Coherent Bichromatic Force Deflection of Molecules

We demonstrate the effect of the coherent optical bichromatic force on a molecule, the polar free radical strontium monohydroxide (SrOH). A dual-frequency retroreflected laser beam addressing the ${\tilde{X}}^2{\mathrm{\Sigma }}^{+}\leftrightarrow {\tilde{A}}^2{\mathrm{\Pi }}_{1/2}$ electronic transition coherently imparts momentum onto a cryogenic beam of SrOH. This directional photon exchange creates a bichromatic force that transversely deflects the molecules. By adjusting the relative phase between the forward and counterpropagating laser beams we reverse the direction of the applied force. A momentum transfer of $70\hslash k$ is achieved with minimal loss of molecules to dark states. Modeling of the bichromatic force is performed via direct numerical solution of the time-dependent density matrix and is compared with experimental observations. Our results open the door to further coherent manipulation of molecular motion, including the efficient optical deceleration of diatomic and polyatomic molecules with complex level structures.

Figure 1

The energy diagram on the left-hand side depicts optimal bichromatic frequency detunings for SrOH addressed on the ${\tilde{X}}^2{\mathrm{\Sigma }}^{+}\to {\tilde{A}}^2{\mathrm{\Pi }}_{1/2}$ $P(N^{\prime \prime }=1)$ transition for $10\mathrm{W}/{\mathrm{cm}}^2$ irradiance per each frequency component with 688 nm laser light.
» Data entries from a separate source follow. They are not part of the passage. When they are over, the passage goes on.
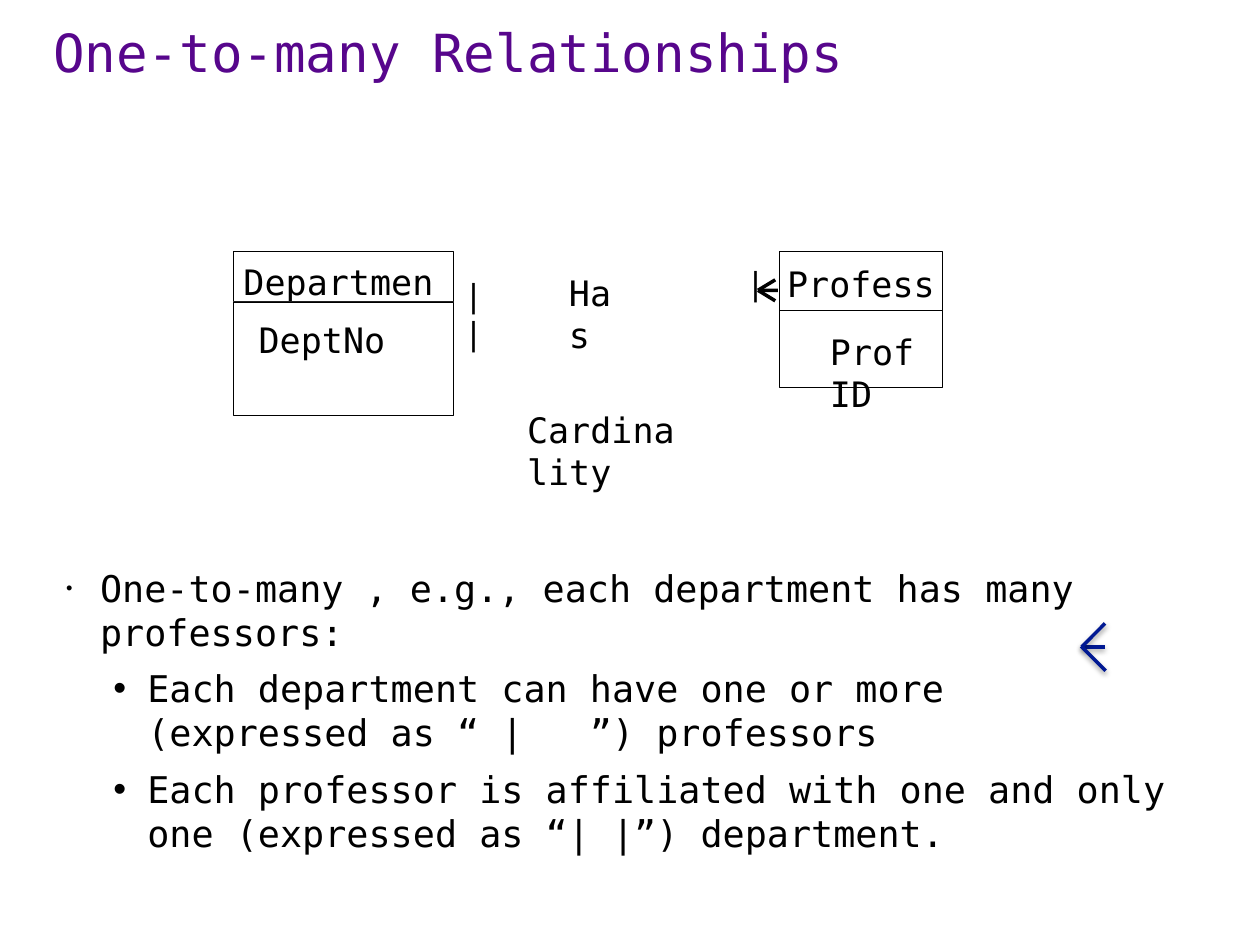
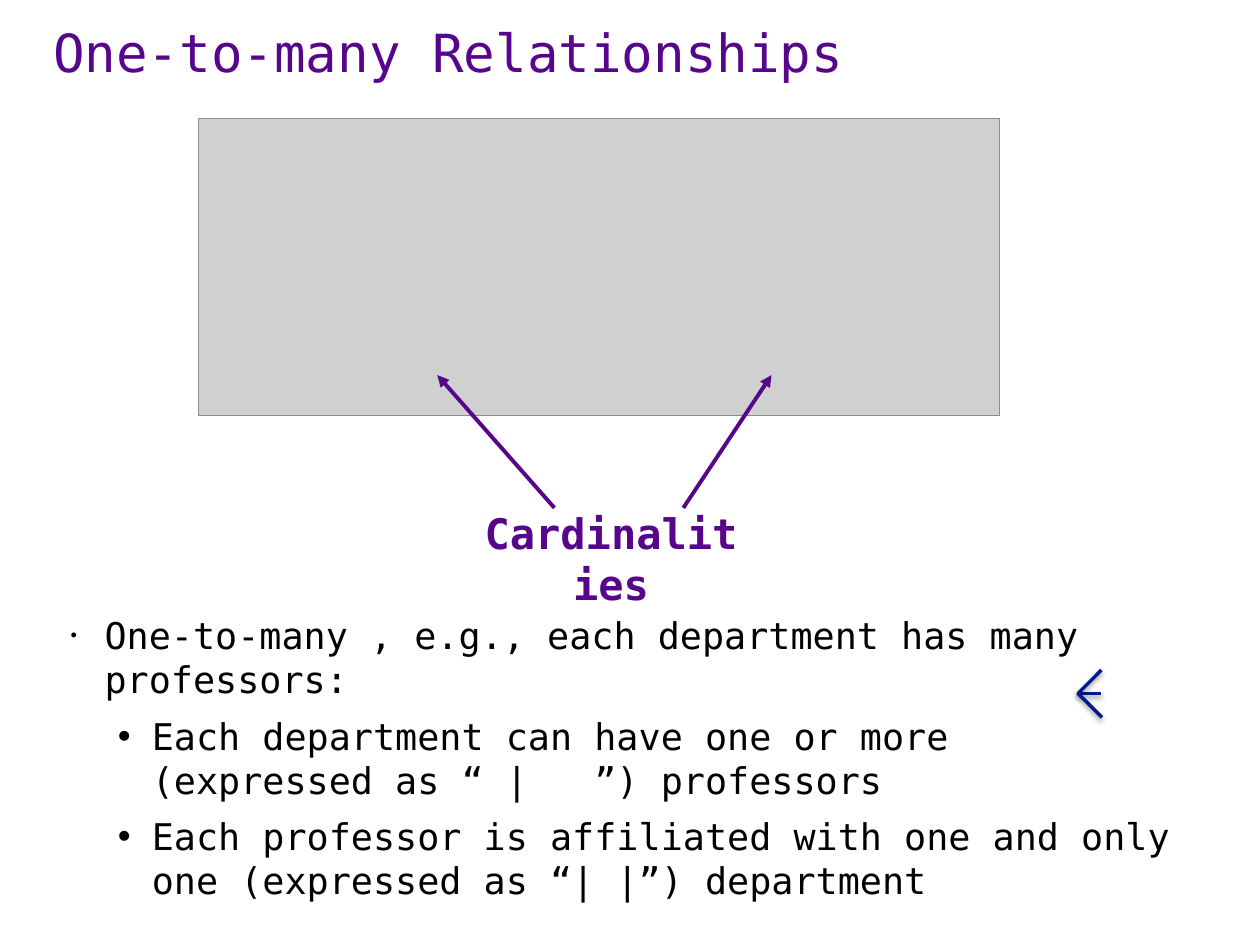
Before and after one commit to ipeirotis/introduction-to-databases, a slide deck: slide 15 of session1/A1-ER_modeling.pptx. Drawn at 1260x945 pixels with LibreOffice and Linux fonts; fonts in the diff are those of the drawing; grey boxes stand for pictures. Boxes give left, top, right and bottom in pixels: in the first picture for what was removed or moved away, otherwise in the second. Text is boxed around its words. In the diff, an @@ line names an element or a change of style, - is before the commit and + after.

```diff
--- a/session1/A1-ER_modeling.pptx
+++ b/session1/A1-ER_modeling.pptx
@@ picture added at bbox=[199, 118, 1000, 416] @@
@@ text removed at bbox=[746, 265, 777, 302] @@
-|
@@ text removed at bbox=[464, 276, 505, 314] @@
-| |
@@ text removed at bbox=[570, 272, 633, 314] @@
-Has
@@ line removed from (759, 290) to (777, 290) @@
@@ line removed from (759, 290) to (775, 280) @@
@@ line removed from (759, 290) to (775, 301) @@
@@ group removed at bbox=[233, 251, 944, 855]: 2 rectangles, 2 texts @@
-Department
-DeptNo
@@ group removed at bbox=[779, 251, 942, 388]: 2 rectangles, 2 texts @@
-Professor
-ProfID
@@ arrow added from (554, 508) to (437, 375), #57068C 2.25 pt @@
@@ arrow added from (683, 508) to (771, 375), #57068C 2.25 pt @@
@@ text removed at bbox=[527, 408, 694, 451] @@
-Cardinality
@@ text added at bbox=[480, 508, 742, 558], 24 pt, text #57068C, bold @@
+Cardinalities
@@ text "One-to-many , e.g., each department ...": place and size @@
-text "One-to-many , e.g., each department ..." at bbox=[100, 574, 1166, 855]
+text "One-to-many , e.g., each department ..." at bbox=[105, 621, 1170, 902]
@@ line moved from (1081, 646) - (1105, 624) to (1079, 693) - (1101, 670) @@
@@ line moved from (1105, 670) - (1081, 646) to (1102, 717) - (1077, 693) @@
@@ line moved from (1082, 648) - (1105, 648) to (1079, 694) - (1101, 694) @@
@@ text at bbox=[152, 822, 1170, 902]: text changed @@
-  • Each professor is affiliated with one and only one (expressed as “| |”) department.
+  • Each professor is affiliated with one and only one (expressed as “| |”) department
```
Also in this commit, not shown: 8 other slides changed.

Solid horizontal lines indicate positions of the energy levels. The parameters were estimated using numerical solutions of optical Bloch equations. Amplitude modulated optical pulses seen by SrOH molecules are shown on the right-hand side.

Figure 2

Data demonstrating bichromatic force deflection of the SrOH beam with the $\pi /2$ relative phase shift between the counterpropagating laser beams. Plots (a) and (c) illustrate the effect of purely radiative force on the molecular beam. Plots (b) and (d) compare the beam profiles for unperturbed molecular beam and with BCF applied. The same vertical axis is used for (a) and (b) as well as the (c) and (d) plots.

Figure 3

Summary of the molecular beam centroid shift for various experimental conditions: unperturbed molecular beam, radiative deflection with retroreflected beam blocked and BCF deflection with a $\pi /2$, $\pi$, and $3\pi /2$ relative phase shift. Reversal of the BCF directionality with the relative phase change is observed.

Figure 4

Calculated profile of the bichromatic force exerted on SrOH molecules as a function of velocity under optimal experimental conditions. The force magnitude is normalized to the size of the maximum radiative force in an ideal two-level atomic system ($F_{\mathrm{rad},2\text{−}\text{level}}=\hslash k\gamma /2$). Sharp resonances around 0 and $\pm 45\mathrm{m}/\mathrm{s}$ represent Doppleron resonances and have been previously seen in BCF profiles for atoms [47]. Solid horizontal line shows the average bichromatic force achieved in the experiment. The calculated force profile assumes an irradiance of $10\mathrm{W}/{\mathrm{cm}}^2$, a magnetic field of 27.2 G skewed 33° with respect to the polarization axis and the frequency parameters depicted in Fig. 1.